The Solr workload library is still growing. Only a subset of the original OpenSearch Benchmark workloads have been converted to Solr format so far. If a workload you need is not yet available, you can convert an existing OpenSearch Benchmark workload or create a custom workload.
Selection criteria
When evaluating workloads, examine:
- Cluster scale: small clusters (1–10 nodes) suit development; medium clusters (11–50 nodes) approximate production environments.
- Data compatibility: review the example documents and the collection schema in the workload to compare field types with your actual data.

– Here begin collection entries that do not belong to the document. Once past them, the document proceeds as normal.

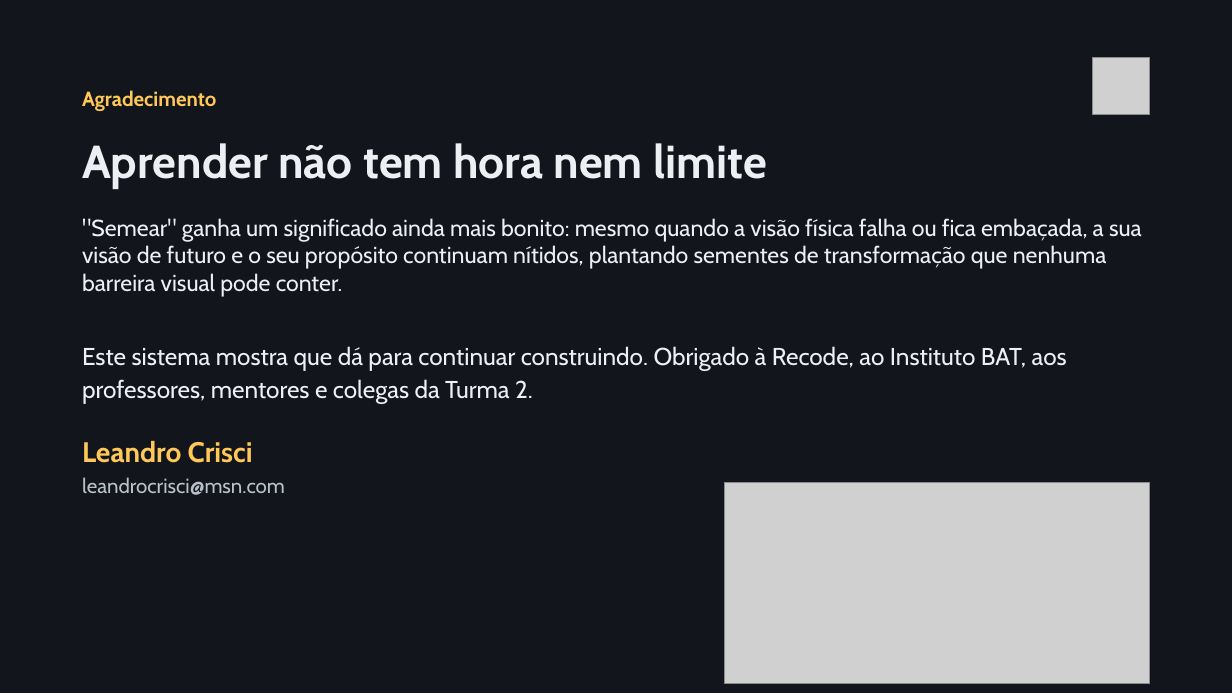
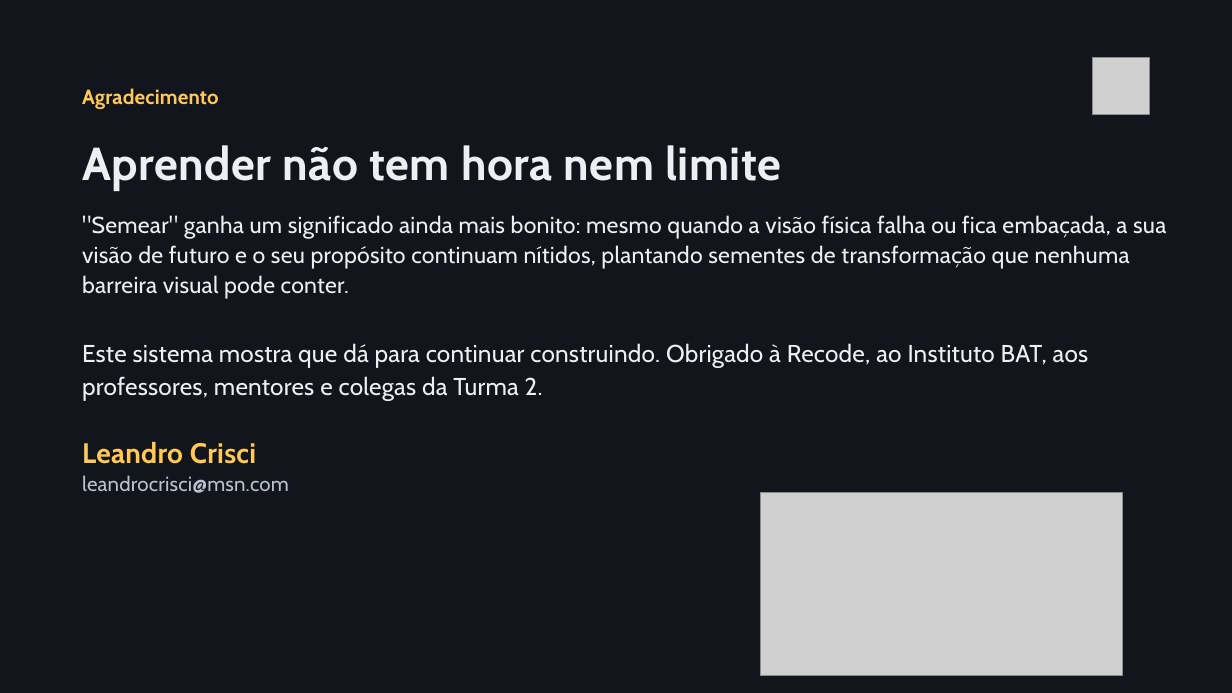
Before and after one commit to leandrocrisci/recode-projeto-final, a slide deck: slide 11 of frontendWeb/public/downloads/Avaliacao_Executiva.pptx. Drawn at 1232x693 pixels with LibreOffice and Linux fonts; fonts in the diff are those of the drawing; grey boxes stand for pictures; background and template pictures are left out. Boxes give left, top, right and bottom in pixels: in the first picture for what was removed or moved away, otherwise in the second. Text is boxed around its words. In the diff, an @@ line names an element or a change of style, - is before the commit and + after.

```diff
--- a/frontendWeb/public/downloads/Avaliacao_Executiva.pptx
+++ b/frontendWeb/public/downloads/Avaliacao_Executiva.pptx
@@ text "Agradecimento" at box(82, 88, 219, 109): letter spacing 0 to 0.2 pt; line spacing 22.4pt to 1.17 @@
@@ text "Aprender não tem hora nem ..." at box(82, 145, 781, 191): letter spacing 0 to 0.4 pt; line spacing 39.6pt to 0.92 @@
@@ text ""Semear" ganha um significado ainda ..." at box(82, 215, 1166, 299): letter spacing 0 to 0.2 pt; line spacing 1 to 1.08 @@
@@ text "Este sistema mostra que dá ..." at box(82, 343, 1089, 401): letter spacing 0 to 0.2 pt; line spacing 25.6pt to 1.13 @@
@@ text "Leandro Crisci" at box(82, 442, 256, 464): letter spacing 0 to 0.2 pt; line spacing 30.8pt to 1.17 @@
@@ text "leandrocrisci@msn.com" at box(82, 475, 289, 493): letter spacing 0 to 0.2 pt; line spacing 22.4pt to 1.17 @@
@@ picture: place and size @@
-picture at box(725, 483, 1150, 684)
+picture at box(761, 493, 1123, 677)
```
Also in this commit, not shown: 9 other slides changed, 1 slide added, 1 slide removed, 1 other file.

- Query patterns: inspect the operations defined in the workload to verify it exercises your typical query types (term queries, range queries, facets, etc.).
Available workloads
nyc_taxis
The nyc_taxis workload benchmarks typical search and analytics scenarios using ride data from yellow taxis in New York City in 2015. It evaluates:
- Range and term queries
- Geo-distance queries
- Date-range queries
- Faceted aggregations (histogram and date histogram)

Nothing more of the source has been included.